Yeah, the world is unfair. Hell in a perfect world you should get a job at 16 with no experience. Employers (If not you're own business) will have accommodations to SA while we're at it!


----------



## llodell88 (May 15, 2011)

too much competition...people ***** so much about people being lazy and what i mostly see is people working way too hard in college...and then the outcome of all that is there are twice as many people with bachelors as there are jobs that require them...so a good proportion of those ppl who worked their asses off through college end up with debt and not much else. of course we can all say that education is valuable in itself but realistically it is just a means to an end for most people.


----------



## DeniseAfterAll (Jul 28, 2012)

Anyone with internet access is above the educational system .

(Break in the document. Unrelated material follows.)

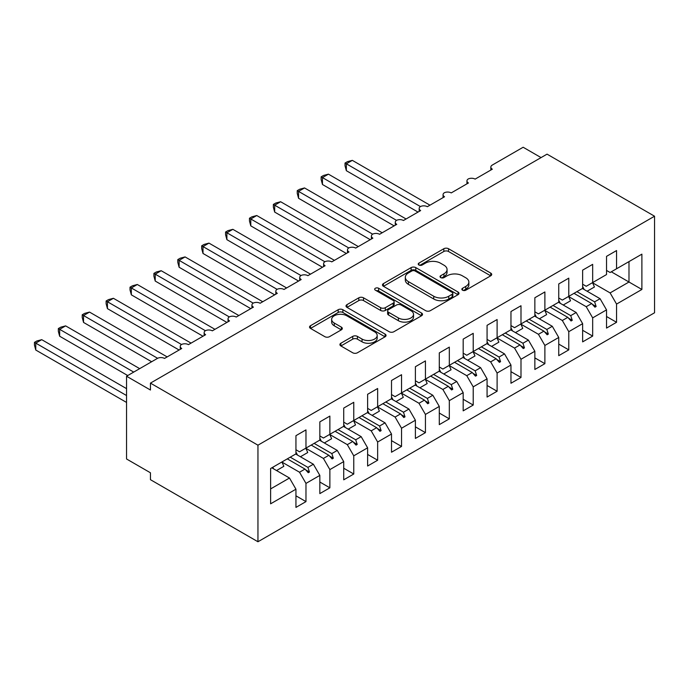 <?xml version="1.0" encoding="UTF-8"?>
<svg xmlns="http://www.w3.org/2000/svg" width="689" height="689" viewBox="0 0 689 689"><rect width="100%" height="100%" fill="white"/><g stroke="black" fill="none" stroke-linecap="round" stroke-linejoin="round"><path stroke-width="1.03" d="M462.534 290.19A2.325 1.344 0 0 0 465.816 290.19L490.732 275.807A3.316 1.912 0 0 0 491.705 274.455A3.316 1.912 0 0 0 490.732 273.102L448.522 248.729A3.316 1.912 0 0 0 443.828 248.729L418.912 263.112A2.325 1.344 0 0 0 418.232 264.059A2.325 1.344 0 0 0 418.912 265.007A2.325 1.344 0 0 0 422.193 265.007L425.423 263.146A10.611 6.123 0 0 1 440.426 263.146L443.949 265.179A10.611 6.123 0 0 1 447.058 269.511A10.611 6.123 0 0 1 443.949 273.843L440.719 275.703A2.325 1.344 0 0 0 440.038 276.651A2.325 1.344 0 0 0 440.719 277.598A2.325 1.344 0 0 0 444 277.598L447.23 275.738A10.611 6.123 0 0 1 462.233 275.738L465.755 277.77A10.611 6.123 0 0 1 468.864 282.102A10.611 6.123 0 0 1 465.755 286.435L462.534 288.295A2.325 1.344 0 0 0 461.854 289.242A2.325 1.344 0 0 0 462.534 290.19L462.534 288.295M340.874 343.234A3.316 1.912 0 0 0 339.91 344.586A3.316 1.912 0 0 0 340.874 345.938L352.725 352.777A3.316 1.912 0 0 0 357.41 352.777L385.082 336.8A3.316 1.912 0 0 0 386.055 335.448A3.316 1.912 0 0 0 385.082 334.096L342.872 309.723A3.316 1.912 0 0 0 338.178 309.723L310.506 325.699A3.316 1.912 0 0 0 309.542 327.051A3.316 1.912 0 0 0 310.506 328.403L324.812 336.663A3.316 1.912 0 0 0 329.506 336.663L341.348 329.833A3.316 1.912 0 0 0 342.321 328.472A3.316 1.912 0 0 0 341.348 327.12L334.251 323.029A8.871 5.124 0 0 1 331.659 319.403A8.871 5.124 0 0 1 337.128 314.675A8.871 5.124 0 0 1 346.8 315.786L374.592 331.822A8.871 5.124 0 0 1 377.184 335.448A8.871 5.124 0 0 1 371.707 340.177A8.871 5.124 0 0 1 362.044 339.066L357.41 336.396A3.316 1.912 0 0 0 352.725 336.396L340.874 343.234L340.874 345.938M654.55 216.217L257.953 445.189L257.953 541.752L654.55 312.772L654.55 216.217L547.04 154.147L150.443 383.118L150.443 390.017L126.552 376.228L157.368 358.435A5.064 2.928 180 0 1 164.533 358.435L181.741 348.496A5.064 2.928 0 0 1 180.251 346.429A5.064 2.928 0 0 1 181.508 344.5A5.064 2.928 180 0 1 188.433 344.638L205.632 334.708A5.064 2.928 0 0 1 204.142 332.641A5.064 2.928 0 0 1 205.4 330.711A5.064 2.928 180 0 1 212.324 330.841L229.523 320.91A5.064 2.928 0 0 1 228.042 318.843A5.064 2.928 0 0 1 229.291 316.914A5.064 2.928 180 0 1 236.215 317.052L253.414 307.122A5.064 2.928 0 0 1 251.933 305.046A5.064 2.928 0 0 1 253.182 303.126A5.064 2.928 180 0 1 260.106 303.255L277.305 293.325A5.064 2.928 0 0 1 275.824 291.258A5.064 2.928 0 0 1 277.073 289.328A5.064 2.928 180 0 1 283.997 289.466L301.196 279.536A5.064 2.928 0 0 1 299.715 277.46A5.064 2.928 0 0 1 300.964 275.54A5.064 2.928 180 0 1 307.888 275.669L325.087 265.739A5.064 2.928 0 0 1 323.606 263.672A5.064 2.928 0 0 1 324.855 261.742A5.064 2.928 180 0 1 331.779 261.872L348.978 251.941A5.064 2.928 0 0 1 347.497 249.874A5.064 2.928 0 0 1 348.746 247.945A5.064 2.928 180 0 1 355.67 248.083L372.87 238.153A5.064 2.928 0 0 1 371.388 236.086A5.064 2.928 0 0 1 372.637 234.157A5.064 2.928 180 0 1 379.561 234.286L396.761 224.356A5.064 2.928 0 0 1 395.279 222.289A5.064 2.928 0 0 1 396.528 220.359A5.064 2.928 180 0 1 403.453 220.497L420.652 210.567A5.064 2.928 0 0 1 419.17 208.491A5.064 2.928 0 0 1 420.419 206.571A5.064 2.928 180 0 1 427.344 206.7L444.543 196.77A5.064 2.928 0 0 1 443.061 194.703A5.064 2.928 0 0 1 444.31 192.774A5.064 2.928 180 0 1 451.235 192.911L468.434 182.973A5.064 2.928 0 0 1 466.953 180.906A5.064 2.928 0 0 1 468.201 178.985A5.064 2.928 180 0 1 475.126 179.114L492.325 169.184A5.064 2.928 0 0 1 490.844 167.117A5.064 2.928 0 0 1 492.325 165.041L523.149 147.248L541.063 157.6M257.953 445.189L150.443 383.118M425.656 310.67A3.316 1.912 0 0 0 430.341 310.67L458.013 294.694A3.316 1.912 0 0 0 458.986 293.342A3.316 1.912 0 0 0 458.013 291.99L415.803 267.616A3.316 1.912 0 0 0 411.118 267.616L383.446 283.592A3.316 1.912 0 0 0 382.473 284.945A3.316 1.912 0 0 0 383.446 286.297L425.656 310.67M376.28 290.698A2.325 1.344 0 0 1 378.631 291.025L378.631 288.26L421.547 313.039A3.316 1.912 0 0 1 422.521 314.391A3.316 1.912 0 0 1 421.547 315.751L393.875 331.728A3.316 1.912 0 0 1 389.19 331.728L346.972 307.354L346.972 304.65A3.316 1.912 0 0 0 346.007 306.002A3.316 1.912 0 0 0 346.972 307.354M346.972 304.65L358.814 297.812A3.316 1.912 0 0 1 363.508 297.812L380.629 307.69A3.316 1.912 0 0 0 385.315 307.69L393.178 303.16A3.316 1.912 0 0 0 394.142 301.799A3.316 1.912 0 0 0 393.178 300.447L375.35 290.155A2.325 1.344 0 0 1 374.67 289.208A2.325 1.344 0 0 1 376.108 287.976A2.325 1.344 0 0 1 378.631 288.26M295.943 449.745L299.526 451.812L305.976 448.091L305.976 429.884L295.943 435.672L295.943 453.879L270.613 468.503L270.613 503.814L295.943 489.199L289.492 478.02L271.81 467.814M295.943 495.813L305.976 501.609L305.976 483.402L319.834 475.401L313.383 464.231L295.702 454.025M281.896 462.052L299.526 472.232L305.976 483.402M319.834 435.948L323.417 438.023L329.867 434.294L329.867 416.087L319.834 421.883L319.834 440.09L305.976 448.091M319.834 482.024L329.867 487.812L329.867 469.605L343.725 461.604L337.274 450.434L319.593 440.228M305.787 448.255L323.417 458.435L329.867 469.605M343.725 422.159L347.308 424.226L353.758 420.505L353.758 402.298L343.725 408.086L343.725 426.293L329.867 434.294M343.725 468.227L353.758 474.023L353.758 455.817L367.616 447.816L361.165 436.645L343.484 426.431M329.678 434.466L347.308 444.638L353.758 455.817M367.616 408.362L371.199 410.437L377.65 406.708L377.65 388.501L367.616 394.297L367.616 412.504L353.758 420.505M367.616 454.439L377.65 460.226L377.65 442.019L391.507 434.018L385.056 422.848L367.375 412.642M353.569 420.669L371.199 430.849L377.65 442.019M391.507 394.573L395.09 396.64L401.541 392.911L401.541 374.704L391.507 380.5L391.507 398.707L377.65 406.708M391.507 440.641L401.541 446.438L401.541 428.231L415.398 420.23L408.947 409.051L391.266 398.845M377.46 406.88L395.09 417.052L401.541 428.231M415.398 380.776L418.981 382.843L425.432 379.122L425.432 360.915L415.398 366.703L415.398 384.918L401.541 392.911M415.398 426.844L425.432 432.64L425.432 414.433L439.289 406.432L432.838 395.262L415.157 385.056M401.351 393.083L418.981 403.263L425.432 414.433M439.289 366.987L442.872 369.054L449.323 365.325L449.323 347.118L439.289 352.914L439.289 371.121L425.432 379.122M439.289 413.055L449.323 418.852L449.323 400.636L463.18 392.644L456.729 381.465L439.048 371.259M425.242 379.286L442.872 389.466L449.323 400.636M463.18 353.19L466.763 355.257L473.214 351.536L473.214 333.33L463.18 339.117L463.18 357.324L449.323 365.325M463.18 399.258L473.214 405.054L473.214 386.848L487.071 378.847L480.621 367.676L462.939 357.462M449.133 365.497L466.763 375.677L473.214 386.848M487.071 339.393L490.654 341.468L497.105 337.739L497.105 319.532L487.071 325.329L487.071 343.535L473.214 351.536M487.071 385.47L497.105 391.257L497.105 373.05L510.962 365.049L504.512 353.879L486.83 343.673M473.024 351.7L490.654 361.88L497.105 373.05M510.962 325.604L514.545 327.671L520.996 323.951L520.996 305.744L510.962 311.531L510.962 329.738L497.105 337.739M510.962 371.672L520.996 377.469L520.996 359.262L534.853 351.261L528.403 340.09L510.721 329.876M496.915 337.911L514.545 348.083L520.996 359.262M534.853 311.807L538.436 313.874L544.887 310.153L544.887 291.947L534.853 297.743L534.853 315.95L520.996 323.951M534.853 357.884L544.887 363.671L544.887 345.465L558.745 337.464L552.294 326.293L534.612 316.087M520.806 324.114L538.436 334.294L544.887 345.465M558.745 298.018L562.327 300.085L568.778 296.356L568.778 278.149L558.745 283.946L558.745 302.152L544.887 310.153M558.745 344.087L568.778 349.883L568.778 331.676L582.636 323.675L576.185 312.496L558.503 302.29M544.698 310.326L562.327 320.497L568.778 331.676M582.636 284.221L586.218 286.288L592.669 282.568L592.669 264.361L582.636 270.148L582.636 288.364L568.778 296.356M582.636 330.289L592.669 336.086L592.669 317.879L606.527 309.878L606.527 328.085L616.56 322.297L616.56 304.082L641.89 289.466L628.988 282.016L628.988 261.605L641.89 254.155L641.89 289.466M568.597 296.528L586.218 306.708L592.669 317.879M606.527 270.433L610.109 272.499L616.56 268.77L616.56 250.563L606.527 256.36L606.527 274.567L592.669 282.568M606.527 316.501L616.56 322.297M592.488 282.731L610.109 292.911L616.56 304.082M126.552 376.228L126.552 458.986L150.443 472.783L150.443 479.682L257.953 541.752M305.976 501.609L295.943 507.405L295.943 489.199M329.867 487.812L319.834 493.608L319.834 475.401M353.758 474.023L343.725 479.82L343.725 461.604M377.65 460.226L367.616 466.022L367.616 447.816M401.541 446.438L391.507 452.225L391.507 434.018M425.432 432.64L415.398 438.437L415.398 420.23M449.323 418.852L439.289 424.639L439.289 406.432M473.214 405.054L463.18 410.851L463.18 392.644M497.105 391.257L487.071 397.053L487.071 378.847M520.996 377.469L510.962 383.256L510.962 365.049M544.887 363.671L534.853 369.468L534.853 351.261M568.778 349.883L558.745 355.67L558.745 337.464M592.669 336.086L582.636 341.882L582.636 323.675M616.56 268.77L641.89 254.155M307.923 446.963L309.439 446.093M290.241 457.177L307.923 467.383L313.383 464.231M299.526 472.232L304.986 469.071L308.241 472.714L309.439 472.025L307.923 467.383M287.304 458.865L304.986 469.071M331.814 433.174L333.33 432.296M314.132 443.38L331.814 453.586L337.274 450.434M323.417 458.435L328.877 455.283L332.132 458.917L333.33 458.228L331.814 453.586M311.195 445.077L328.877 455.283M355.705 419.377L357.221 418.499M338.023 429.583L355.705 439.797L361.165 436.645M347.308 444.638L352.768 441.485L356.024 445.128L357.221 444.431L355.705 439.797M335.087 431.28L352.768 441.485M379.596 405.588L381.112 404.71M361.914 415.794L379.596 426L385.056 422.848M371.199 430.849L376.659 427.697L379.915 431.331L381.112 430.642L379.596 426M358.978 417.491L376.659 427.697M403.487 391.791L405.003 390.913M385.806 401.997L403.487 412.211L408.947 409.051M395.09 417.052L400.55 413.9L403.806 417.534L405.003 416.845L403.487 412.211M382.869 403.694L400.55 413.9M427.378 378.003L428.894 377.124M409.697 388.208L427.378 398.414L432.838 395.262M418.981 403.263L424.441 400.111L427.705 403.745L428.894 403.056L427.378 398.414M406.76 389.896L424.441 400.111M451.269 364.205L452.785 363.327M433.588 374.411L451.269 384.617L456.729 381.465M442.872 389.466L448.332 386.314L451.596 389.948L452.785 389.259L451.269 384.617M430.651 376.108L448.332 386.314M475.16 350.408L476.676 349.538M457.479 360.623L475.16 370.828L480.621 367.676M466.763 375.677L472.223 372.516L475.488 376.16L476.676 375.471L475.16 370.828M454.542 362.311L472.223 372.516M499.051 336.62L500.567 335.741M481.37 346.825L499.051 357.031L504.512 353.879M490.654 361.88L496.114 358.728L499.379 362.362L500.567 361.673L499.051 357.031M478.433 348.522L496.114 358.728M522.942 322.822L524.458 321.944M505.261 333.028L522.942 343.243L528.403 340.09M514.545 348.083L520.006 344.931L523.27 348.565L524.458 347.876L522.942 343.243M502.324 334.725L520.006 344.931M546.833 309.034L548.349 308.155M529.152 319.24L546.833 329.445L552.294 326.293M538.436 334.294L543.897 331.142L547.161 334.776L548.349 334.087L546.833 329.445M526.224 320.936L543.897 331.142M570.725 295.236L572.24 294.358M553.043 305.442L570.725 315.648L576.185 312.496M562.327 320.497L567.788 317.345L571.052 320.979L572.24 320.29L570.725 315.648M550.115 307.139L567.788 317.345M594.616 281.448L596.131 280.569M576.934 291.654L594.616 301.86L600.076 298.707L582.394 288.502M586.218 306.708L591.679 303.556L594.943 307.191L596.131 306.502L594.616 301.86M574.006 293.342L591.679 303.556M600.076 298.707L606.527 309.878M610.109 292.911L628.988 282.016L611.307 271.81M270.613 488.923L289.492 478.02M592.376 304.331L596.131 306.502M568.485 318.12L572.24 320.29M544.594 331.917L548.349 334.087M520.703 345.714L524.458 347.876M496.812 359.503L500.567 361.673M472.921 373.3L476.676 375.471M449.03 387.089L452.785 389.259M425.139 400.886L428.894 403.056M401.248 414.675L405.003 416.845M377.357 428.472L381.112 430.642M353.466 442.269L357.221 444.431M329.575 456.058L333.33 458.228M305.683 469.855L309.439 472.025M463.456 290.517L465.755 289.191A10.611 6.123 0 0 0 468.864 284.858L468.864 282.102M447.058 269.511L447.058 272.267A10.611 6.123 0 0 1 443.949 276.599L441.649 277.925M490.689 275.833L448.522 251.485A3.316 1.912 0 0 0 443.828 251.485L419.842 265.334M457.97 294.72L415.803 270.372A3.316 1.912 0 0 0 411.118 270.372L383.489 286.323M452.156 294.289A2.325 1.344 0 0 0 452.837 293.342A2.325 1.344 0 0 0 452.156 292.394L415.097 271.001A2.325 1.344 0 0 0 411.815 271.001L408.413 272.965A10.611 6.123 0 0 0 405.313 277.297A10.611 6.123 0 0 0 408.413 281.629L433.743 296.253A10.611 6.123 0 0 0 448.754 296.253L452.156 294.289L452.156 297.045A2.325 1.344 0 0 0 452.837 296.098L452.837 293.342M405.313 277.297L405.313 280.053A10.611 6.123 0 0 0 408.413 284.385L408.413 281.629M452.156 297.045L448.754 299.009A10.611 6.123 0 0 1 433.743 299.009L408.413 284.385M347.023 307.38L358.814 300.568L358.814 297.812M394.142 301.799L394.142 304.564A3.316 1.912 0 0 1 393.178 305.916L385.315 310.455A3.316 1.912 0 0 1 380.629 310.455L363.508 300.568A3.316 1.912 0 0 0 358.814 300.568M378.631 291.025L421.504 315.777M398.388 317.948A8.871 5.124 0 0 0 408.06 319.059A8.871 5.124 0 0 0 413.538 314.33A8.871 5.124 0 0 0 410.937 310.705L401.144 305.055A3.316 1.912 0 0 0 396.459 305.055L388.605 309.585A3.316 1.912 0 0 0 387.631 310.946A3.316 1.912 0 0 0 388.605 312.298L398.388 317.948L398.388 320.704A8.871 5.124 0 0 0 408.06 321.815A8.871 5.124 0 0 0 413.538 317.086L413.538 314.33M387.631 310.946L387.631 313.702A3.316 1.912 0 0 0 388.605 315.054L388.605 312.298M398.388 320.704L388.605 315.054M377.184 335.448L377.184 338.204A8.871 5.124 0 0 1 371.707 342.941A8.871 5.124 0 0 1 362.044 341.83L357.41 339.152A3.316 1.912 0 0 0 352.725 339.152L340.926 345.964M331.659 319.403L331.659 322.159A8.871 5.124 0 0 0 334.251 325.785L334.251 323.029M341.305 329.85L334.251 325.785M385.039 336.826L342.872 312.479A3.316 1.912 0 0 0 338.178 312.479L310.55 328.429M345.034 163.043L346.352 163.801L346.352 170.7L345.034 165.799L345.034 163.043L347.428 161.665L352.32 160.356L346.352 163.801L420.419 206.571M346.352 170.7L418.025 212.083M352.32 160.356L429.97 205.184M582.636 286.538A27.026 15.606 60 0 1 584.16 289.518M592.462 282.688A27.026 15.606 60 0 1 594.409 287.02L587.123 291.223M321.143 176.84L322.461 177.598L322.461 184.497L321.143 179.596L321.143 176.84L323.537 175.462L328.429 174.153L322.461 177.598L396.528 220.359M322.461 184.497L394.134 225.871M328.429 174.153L406.079 218.981M558.745 300.335A27.026 15.606 60 0 1 560.269 303.306M568.571 296.485A27.026 15.606 60 0 1 570.518 300.817L563.232 305.02M297.252 190.638L298.57 191.396L298.57 198.286L297.252 193.394L297.252 190.638L299.646 189.26L304.538 187.942L298.57 191.396L372.637 234.157M298.57 198.286L370.243 239.669M304.538 187.942L382.188 232.77M534.853 314.124A27.026 15.606 60 0 1 536.378 317.104M544.68 310.274A27.026 15.606 60 0 1 546.627 314.606L539.341 318.818M273.361 204.426L274.678 205.184L274.678 212.083L273.361 207.182L273.361 204.426L275.746 203.048L280.647 201.739L274.678 205.184L348.746 247.945M274.678 212.083L346.352 253.466M280.647 201.739L358.297 246.567M510.962 327.921A27.026 15.606 60 0 1 512.487 330.892M520.789 324.071A27.026 15.606 60 0 1 522.736 328.403L515.45 332.606M249.47 218.224L250.787 218.981L250.787 225.871L249.47 220.98L249.47 218.224L251.855 216.846L256.756 215.528L250.787 218.981L324.855 261.742M250.787 225.871L322.461 267.254M256.756 215.528L334.406 260.356M487.071 341.71A27.026 15.606 60 0 1 488.596 344.689M496.898 337.86A27.026 15.606 60 0 1 498.845 342.192L491.558 346.403M225.579 232.012L226.896 232.77L226.896 239.669L225.579 234.768L225.579 232.012L227.964 230.634L232.865 229.325L226.896 232.77L300.964 275.54M226.896 239.669L298.57 281.052M232.865 229.325L310.515 274.153M463.18 355.507A27.026 15.606 60 0 1 464.705 358.487M473.007 351.657A27.026 15.606 60 0 1 474.954 355.989L467.667 360.192M201.688 245.809L203.005 246.567L203.005 253.466L201.688 248.565L201.688 245.809L204.073 244.431L208.974 243.114L203.005 246.567L277.073 289.328M203.005 253.466L274.678 294.84M208.974 243.114L286.624 287.95M439.289 369.304A27.026 15.606 60 0 1 440.814 372.275M449.116 365.446A27.026 15.606 60 0 1 451.062 369.778L443.776 373.989M177.796 259.598L179.114 260.356L179.114 267.254L177.796 262.354L177.796 259.598L180.182 258.22L185.083 256.911L179.114 260.356L253.182 303.126M179.114 267.254L250.787 308.638M185.083 256.911L262.733 301.739M415.398 383.093A27.026 15.606 60 0 1 416.923 386.073M425.225 379.243A27.026 15.606 60 0 1 427.171 383.575L419.885 387.778M153.905 273.395L155.223 274.153L155.223 281.052L153.905 276.151L153.905 273.395L156.291 272.017L161.192 270.708L155.223 274.153L229.291 316.914M155.223 281.052L226.896 322.426M161.192 270.708L238.842 315.536M391.507 396.89A27.026 15.606 60 0 1 393.031 399.861M401.325 393.04A27.026 15.606 60 0 1 403.28 397.372L395.994 401.575M130.014 287.192L131.332 287.95L131.332 294.84L130.014 289.948L130.014 287.192L132.4 285.814L137.3 284.497L131.332 287.95L205.4 330.711M131.332 294.84L203.005 336.223M137.3 284.497L214.951 329.325M367.616 410.678A27.026 15.606 60 0 1 369.14 413.658M377.434 406.829A27.026 15.606 60 0 1 379.389 411.161L372.103 415.372M106.123 300.981L107.441 301.739L107.441 308.638L106.123 303.737L106.123 300.981L108.509 299.603L113.409 298.294L107.441 301.739L181.508 344.509M107.441 308.638L179.114 350.021M113.409 298.294L191.06 343.122M343.725 424.476A27.026 15.606 60 0 1 345.249 427.447M353.543 420.626A27.026 15.606 60 0 1 355.498 424.958L348.212 429.161M82.232 314.778L83.541 315.536L83.541 322.435L82.232 317.534L82.232 314.778L84.618 313.4L89.518 312.083L83.541 315.536L157.617 358.297M83.541 322.435L151.632 361.742M89.518 312.083L167.169 356.911M319.834 438.273A27.026 15.606 60 0 1 321.35 441.244M329.652 434.414A27.026 15.606 60 0 1 331.607 438.747L324.321 442.958M58.341 328.567L59.65 329.325L59.65 336.223L58.341 331.323L58.341 328.567L60.727 327.189L65.627 325.88L59.65 329.325L133.718 372.086M59.65 336.223L127.741 375.539M65.627 325.88L139.686 368.641M295.943 452.062A27.026 15.606 60 0 1 297.459 455.041M305.761 448.212A27.026 15.606 60 0 1 307.716 452.544L300.43 456.747M34.45 342.364L35.759 343.122L35.759 350.021L34.45 345.12L34.45 342.364L36.836 340.986L41.736 339.668L35.759 343.122L126.552 395.538M35.759 350.021L126.552 402.436M41.736 339.668L126.552 388.639M272.792 467.245A27.026 15.606 60 0 1 273.567 468.83M281.87 462.009A27.026 15.606 60 0 1 283.825 466.332L276.539 470.544M465.755 289.191L465.755 286.435M440.719 277.598L440.719 275.703M443.949 276.599L443.949 273.843M418.912 265.007L418.912 263.112M443.828 251.485L443.828 248.729M448.522 251.485L448.522 248.729M490.732 275.807L490.732 273.102M383.446 286.297L383.446 283.592M411.118 270.372L411.118 267.616M415.803 270.372L415.803 267.616M458.013 294.694L458.013 291.99M433.743 299.009L433.743 296.253M448.754 299.009L448.754 296.253M363.508 300.568L363.508 297.812M380.629 310.455L380.629 307.69M385.315 310.455L385.315 307.69M393.178 305.916L393.178 303.16M421.547 315.751L421.547 313.039M352.725 339.152L352.725 336.396M357.41 339.152L357.41 336.396M362.044 341.83L362.044 339.066M341.348 329.833L341.348 327.12M310.506 328.403L310.506 325.699M338.178 312.479L338.178 309.723M342.872 312.479L342.872 309.723M385.082 336.8L385.082 334.096M490.844 170.037L490.844 167.117M466.953 183.834L466.953 180.906M443.061 197.631L443.061 194.703M419.17 211.42L419.17 208.491M395.279 225.217L395.279 222.289M371.388 239.005L371.388 236.086M347.497 252.803L347.497 249.874M323.606 266.591L323.606 263.672M299.715 280.389L299.715 277.46M275.824 294.186L275.824 291.258M251.933 307.974L251.933 305.046M228.042 321.772L228.042 318.843M204.142 335.56L204.142 332.641M180.251 349.357L180.251 346.429"/></g></svg>

If the road to success was that easily paved .. everybody would just go to college , get a degree .. and instantly fly into a well paying job .

In reality .. even getting a job at McDonald's requires intensive struggle . You'll essentially have to pave your own way .

Natural selection ; Survival of the Fittest .

That's not to say that there aren't people who have it all made . There Are people who have it all made .. and we'll just have to deal with that .


----------



## llodell88 (May 15, 2011)

DeniseAfterAll said:


> Anyone with internet access is above the educational system .
> 
> If the road to success was that easily paved .. everybody would just go to college , get a degree .. and instantly fly into a well paying job .
> 
> ...


Indeed I learn much better and faster on my own and I probably applied to different McDonald's 50 times and they only interviewed me once. I don't allow people to make me feel guilty as much as I used to but I literally spent a summer feeling like a terrible person if I didn't spend all my waking hours looking for a job. I'm glad I got out of that mentality although it still is hurtful knowing people think that you are trash for not having a job. I know now a lot of it is just projection. Lazy *** people are jealous of people who don't work when they should consider themselves lucky that they have a job!


----------



## cybernaut (Jul 30, 2010)

Yes.Even my 47 year old mother,who has a Bachelors+Masters,has complained to me how university has become way more competitive.She is still in a &hitload of debt (Masters) 20+ years later. I'm thankful to be debt free for my Bachelors.But, I express uncertainty for when I start my Masters. The common types of careers that seem not to involve Master degrees are computer science, IT, engineer, and sometimes Business/Economics based.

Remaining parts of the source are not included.